Baba ile iletişimi olmayan çocuk, paylaşmayı öğrenmekte güçlük çekiyor
Aile içinde tek iletişimi anne ile olan çocuğun paylaşmayı öğrenmekte güçlük çekeceğini vurgulayan Serkan Elçi, “Kendisini anneden ayrı bir birey olarak görmeye başladığında, ilk paylaşım baba ile birlikte anneyi paylaşmaktır. Kardeş olduğu zaman paylaşım öğrenilmekten ziyade, olumlu aile ilişkilerinin kurulduğu, sevgi haritalarının oluşturduğu bir aile de pek tabii paylaşımı öğretecektir. Freud’a göre cinsel kimliğin gelişimi 6 yaşa kadar tamamlanmaktadır. Bu yaşlar içerisinde erkek çocuk babayı, anneyi elde etmek için rakip olarak gördüğünü ifade eder. Fakat babaya olan sevgisi ve onu daha güçlü bir figür olduğunu düşünmesiyle birlikte ‘özdeşim’ kurma başlar ve rekabet yerini hakikatle doldurur. Yine aynı kuram, anneden güveni, babadan güç ve kontrolü öğrendiğini iddia eder. Bu kontrolün sağlayacağı ilk figürün yani babanın tutarsız davranışları, gelecekte kuracağı ilişkileri de zedeleyecektir” şeklinde konuştu.
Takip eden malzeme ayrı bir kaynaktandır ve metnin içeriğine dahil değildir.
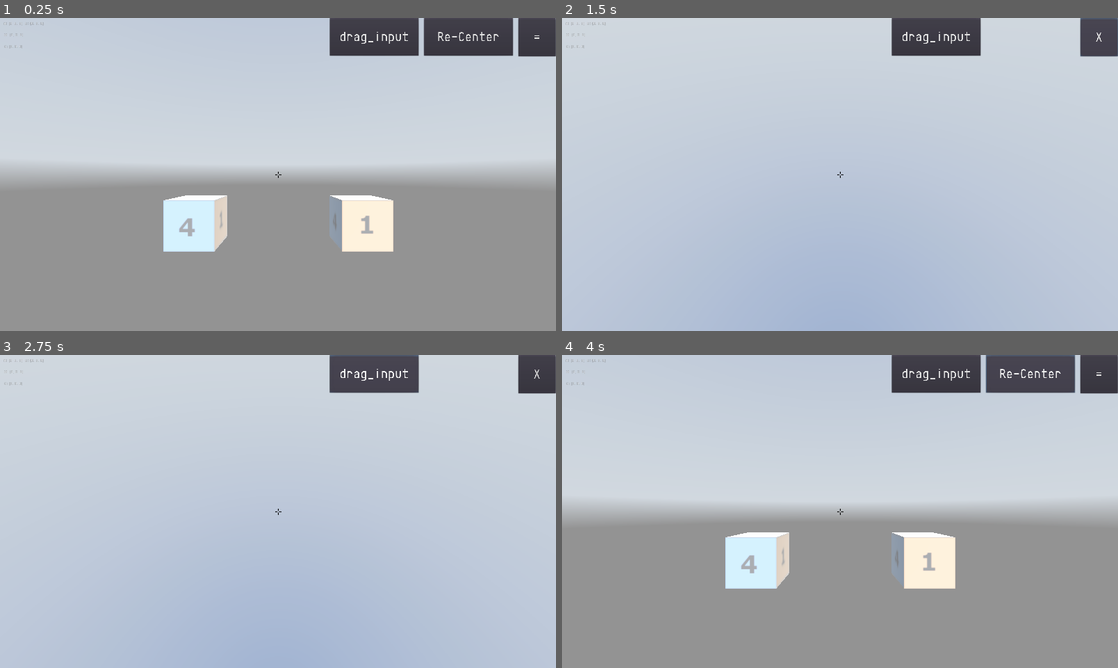
Above: before the commit, frames 1-4 (two rows, left to right).
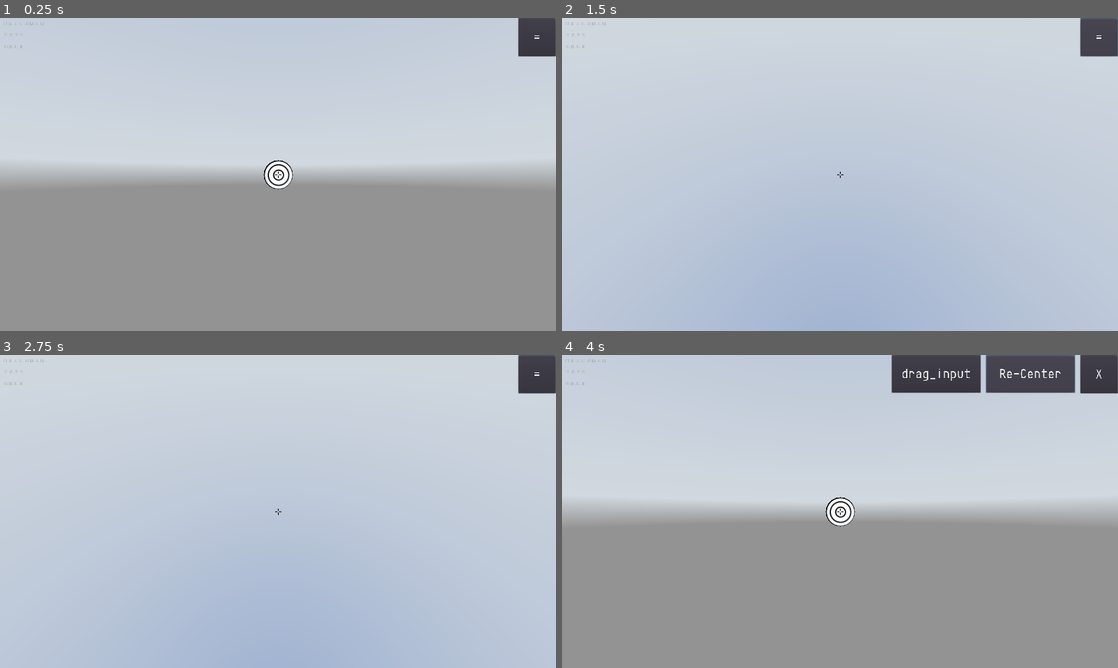
Above: after the commit, the same moments.

Repository: dsat4200/Gyroscope-Game-GD3
Game: Godot game, scene res://main.tscn
Two runs of this game, one before a commit and one after it. Both use one fixed random seed, a clock stepped at 60 frames per second and the inputs below. A sky picture missing from this copy of the repository is replaced by a grey-blue gradient.
Inputs (mouse positions are in pixels of both pictures, inside the frame that each line leads up to):
- Up to frame 1 (0.25 s): no input
- Up to frame 2 (1.5 s): click "=" at 0.5 s; click "=" (after the commit: "X") at 1.25 s
- Up to frame 3 (2.75 s): click (372, 373) at 2 s, where only the run before the commit has a clickable "drag_input"
- Up to frame 4 (4 s): click "X" (after the commit: "=") at 2.75 s; click "Re-Center" at 3.5 s

The runs differ from the first frame. In frame 1, 7.9% of the frame differs, in the area x 29-93%, y 0-75%; in frame 2, 1.9%; in frame 3, 2.0%; in frame 4, 4.0%.

Commit message:
hover
added hover

Diff:
--- a/godot source/UI.gd
+++ b/godot source/UI.gd
@@ -29,7 +29,6 @@
 	Input.set_mouse_mode(Input.MOUSE_MODE_CAPTURED)
 
 func toggle_menu():
-	menu_open = not menu_open
 	if !menu_open:
 		menu.text = "X"
 		Input.set_mouse_mode(Input.MOUSE_MODE_VISIBLE)
@@ -38,8 +37,10 @@
 		menu.text = "="
 		Input.set_mouse_mode(Input.MOUSE_MODE_CAPTURED)
 
+	menu_open = not menu_open
 	get_tree().paused = menu_open
 	menu.get_node("re_center").visible = menu_open
+	menu.get_node("drag_input").visible = menu_open
 
 
 func pass_data(acc, grav, mag, gyro):
--- /dev/null
+++ b/godot source/UI/hover_dot.gd
@@ -0,0 +1,23 @@
+extends Spatial
+export(Color) var to_color
+export(Color) var from_color
+
+# Declare member variables here. Examples:
+# var a = 2
+# var b = "text"
+
+
+# Called when the node enters the scene tree for the first time.
+func _ready():
+	from_color = $target.color
+
+func hover(b):
+	if(b):
+		$target.set_color(to_color)
+	else:
+		$target.set_color(from_color)
+
+
+# Called every frame. 'delta' is the elapsed time since the previous frame.
+#func _process(delta):
+#	pass
--- /dev/null
+++ b/godot source/UI/hover_dot.tscn
@@ -0,0 +1,12 @@
+[gd_scene load_steps=3 format=2]
+
+[ext_resource path="res://UI/target.tscn" type="PackedScene" id=1]
+[ext_resource path="res://UI/hover_dot.gd" type="Script" id=2]
+
+[node name="hover_dot" type="Spatial"]
+script = ExtResource( 2 )
+to_color = Color( 1, 1, 0, 1 )
+from_color = Color( 1, 1, 1, 1 )
+
+[node name="target" parent="." instance=ExtResource( 1 )]
+transform = Transform( 1, 0, 0, 0, 1, 0, 0, 0, 1, 0, 0, -0.426117 )
--- /dev/null
+++ b/godot source/UI/target.gd
@@ -0,0 +1,21 @@
+extends Spatial
+export(Color) var color
+
+var material
+
+# Declare member variables here. Examples:
+# var a = 2
+# var b = "text"
+
+
+# Called when the node enters the scene tree for the first time.
+func _ready():
+	material = $target.get_active_material(0)
+	#color = mesh_instance.material.albedo_color
+
+func set_color(c):
+	material.albedo_color = c
+
+# Called every frame. 'delta' is the elapsed time since the previous frame.
+#func _process(delta):
+#	pass
--- /dev/null
+++ b/godot source/UI/target.tscn
@@ -0,0 +1,24 @@
+[gd_scene load_steps=6 format=2]
+
+[ext_resource path="res://UI/target.glb" type="PackedScene" id=1]
+[ext_resource path="res://UI/target.gd" type="Script" id=2]
+[ext_resource path="res://UI/003.png" type="Texture" id=3]
+
+[sub_resource type="SpatialMaterial" id=1]
+albedo_texture = ExtResource( 3 )
+
+[sub_resource type="SphereShape" id=2]
+radius = 0.1
+
+[node name="test_target" instance=ExtResource( 1 )]
+script = ExtResource( 2 )
+
+[node name="target" parent="." index="0"]
+transform = Transform( 1, 0, 0, 0, -4.37114e-08, -1, 0, 1, -4.37114e-08, 0, 0, -1 )
+material/0 = SubResource( 1 )
+
+[node name="target_collision" type="StaticBody" parent="." index="1"]
+
+[node name="CollisionShape" type="CollisionShape" parent="target_collision" index="0"]
+transform = Transform( 1, 0, 0, 0, 1, 0, 0, 0, 1, 0, 0, -1.01139 )
+shape = SubResource( 2 )
--- a/godot source/main.tscn
+++ b/godot source/main.tscn
@@ -8,6 +8,7 @@
 [ext_resource path="res://UI/default_theme.tres" type="Theme" id=6]
 [ext_resource path="res://origin.gd" type="Script" id=7]
 [ext_resource path="res://test_scene/Sphere.tscn" type="PackedScene" id=8]
+[ext_resource path="res://UI/hover_dot.tscn" type="PackedScene" id=9]
 
 [sub_resource type="CubeMesh" id=7]
 size = Vector3( 4, 4, 4 )
@@ -27,7 +28,7 @@
 
 [node name="Main" type="Node"]
 script = ExtResource( 1 )
-camera_path = NodePath("origin/Camera")
+camera_path = NodePath("origin/camera")
 origin_path = NodePath("origin")
 ui_path = NodePath("ui")
 
@@ -49,6 +50,7 @@
 text = "="
 
 [node name="re_center" type="Button" parent="ui/menu"]
+visible = false
 margin_left = -326.0
 margin_right = -19.0
 margin_bottom = 128.0
@@ -56,6 +58,7 @@
 text = "Re-Center"
 
 [node name="drag_input" type="Button" parent="ui/menu"]
+visible = false
 margin_left = -652.0
 margin_right = -345.0
 margin_bottom = 128.0
@@ -91,6 +94,7 @@
 texture = ExtResource( 4 )
 
 [node name="Boxes" type="Spatial" parent="."]
+visible = false
 
 [node name="MagAndGrav" type="MeshInstance" parent="Boxes"]
 transform = Transform( 1, 0, 0, 0, 1, 0, 0, 0, 1, -7, -4, -18.1988 )
@@ -108,15 +112,19 @@
 [node name="origin" type="Spatial" parent="."]
 script = ExtResource( 7 )
 
-[node name="Camera" type="Camera" parent="origin"]
+[node name="camera" type="Camera" parent="origin"]
 environment = SubResource( 1 )
 fov = 74.0
 near = 0.1
 
-[node name="ray" type="RayCast" parent="origin/Camera"]
+[node name="ray" type="RayCast" parent="origin/camera"]
 transform = Transform( 1, 0, 0, 0, -4.37114e-08, -1, 0, 1, -4.37114e-08, 0, 0, 0 )
 enabled = true
+cast_to = Vector3( 0, -1.5, 0 )
+debug_shape_thickness = 3
 
 [node name="level_editor" type="Spatial" parent="."]
 
 [node name="Sphere" parent="level_editor" instance=ExtResource( 8 )]
+
+[node name="hover_dot" parent="." instance=ExtResource( 9 )]
--- a/godot source/origin.gd
+++ b/godot source/origin.gd
@@ -4,12 +4,42 @@
 # Declare member variables here. Examples:
 # var a = 2
 # var b = "text"
-var camera
+onready var camera = $camera
+onready var ray = $camera/ray
+
+var collided
+var hover
 
 
 # Called when the node enters the scene tree for the first time.
 func _ready():
 	pass # Replace with function body.
+
+func _process(delta):
+	if(ray.is_colliding()):
+		if(!collided):
+			if(hover):
+				#if nulll collision, and hover, unhover
+				print("no longer hovering over " + hover.name)
+				hover = null
+				hover.hover(false) #HOVER IMPLEMENT PLEASE
+			collided = ray.get_collider().get_parent()
+			hover = collided
+
+			print("hovering over "+ hover.name)
+		#if not null, check if not the same
+		elif(collided.name != ray.get_collider().get_parent().name):
+				collided.hover(true);
+				collided = ray.get_collider().get_parent()
+				print(collided.name)
+
+	elif(hover and collided):
+		#if not colliding, and you were hovering, you aren't anymore
+		collided = null
+		print("no longer hovering over " + hover.name)
+		hover = null
+
+
 
 
 func rotate_camera(gyro_y, gyro_s, gyro_x, invert_y):
--- a/godot source/project.godot
+++ b/godot source/project.godot
@@ -14,7 +14,7 @@
 
 [application]
 
-config/name="Mobile Sensors Demo"
+config/name="Gyroscope Rhythm Game"
 config/description="A demo showing the use of various sensors: an accelerometer, a gyroscope, and a magnetometer.
 These sensors are typically found on mobile devices, so don't expect this to work on a desktop."
 run/main_scene="res://main.tscn"
@@ -32,6 +32,10 @@
 
 [input]
 
+ui_accept={
+"deadzone": 0.5,
+"events": [  ]
+}
 ui_select={
 "deadzone": 0.5,
 "events": [  ]
@@ -41,6 +45,11 @@
 "events": [ Object(InputEventKey,"resource_local_to_scene":false,"resource_name":"","device":0,"alt":false,"shift":false,"control":false,"meta":false,"command":false,"pressed":false,"scancode":0,"physical_scancode":16777217,"unicode":0,"echo":false,"script":null)
  ]
 }
+ui_tap={
+"deadzone": 0.5,
+"events": [ Object(InputEventMouseButton,"resource_local_to_scene":false,"resource_name":"","device":0,"alt":false,"shift":false,"control":false,"meta":false,"command":false,"button_mask":0,"position":Vector2( 0, 0 ),"global_position":Vector2( 0, 0 ),"factor":1.0,"button_index":1,"pressed":false,"doubleclick":false,"script":null)
+ ]
+}
 
 [rendering]
 
--- a/godot source/test_scene/Sphere.tscn
+++ b/godot source/test_scene/Sphere.tscn
@@ -19,7 +19,6 @@
 }
 
 [node name="Sphere" type="Spatial"]
-transform = Transform( 10, 0, 0, 0, 10, 0, 0, 0, 10, 0, 0, 0 )
 
 [node name="Sphere" type="MeshInstance" parent="."]
 material_override = SubResource( 2 )
Binary file added: godot source/UI/000.png
Not shown, added: godot source/UI/000.png.import
Binary file added: godot source/UI/001.png
Not shown, added: godot source/UI/001.png.import
Binary file added: godot source/UI/002.png
Not shown, added: godot source/UI/002.png.import
Binary file added: godot source/UI/003.png
Not shown, added: godot source/UI/003.png.import
Binary file added: godot source/UI/target.glb
Not shown, added: godot source/UI/target.glb.import
Not shown: 1 places in godot source/main.tscn that only renumber resources
Not shown, added: source assets/2d/000.png
(and 5 more such lines)

Baba ile kurulan sağlıklı ilişki, ruh halini iyileştiriyor
Baba ile kurulan sağlıklı ilişki ile sağlıklı bir ruh halinin meydana geldiğini dile getiren Serkan Elçi, “Sadece çocukluk dönemi değil, yetişkinlikte de iletişimin kuvvetli olması birçok sorunun üstesinden gelmeye yardımcı olmaktadır. Her zaman desteğini, varlığını hissettiren, koşulsuz sizi kabul edecek birinin olduğunu bilmek, olumsuzluklar içerisinde de babadan duyulacak olan ‘yanındayım’ kelimesinin ne kadar büyük anlam taşıdığını unutmamak gerek” dedi.
Babadan takdir görmek, çocuğun özgüvenini artırıyor
“Her çocuğun gözünde baba güçlü, her işin üstesinden gelen, dünyanın en zeki insanıdır. Babayı bu kadar kutsallaştırmış biri, ondan takdir gördüğü zaman girmiş olduğu her işinde ‘üstesinden gelebileceği’ mesajını alır” diyen Uzman Klinik Psikolog Serkan Elçi, bu durumun çocuğun kendine olan güvenini artıracağını ve hem sosyal hem de akademik yaşantısında faydalarını göreceğini vurguladı.
Özgüveni düşük olan kişi, mutlu olamıyor
Özgüven ve mutluluk kavramlarının birbiriyle paralel olduğunun altını çizen Serkan Elçi, “Özgüveni düşük olan birinin mutlu olması pek mümkün değildir. İnsanı nelerin mutlu ettiğini bir düşünelim; mesleki veya akademik başarılar, olumlu sosyal, duygusal ilişkiler en temelleridir. Haliyle özgüven sahibi olan kişi, mutluluğun da anahtarını edinmiştir” diyerek özgüvenin önemine dikkat çekti.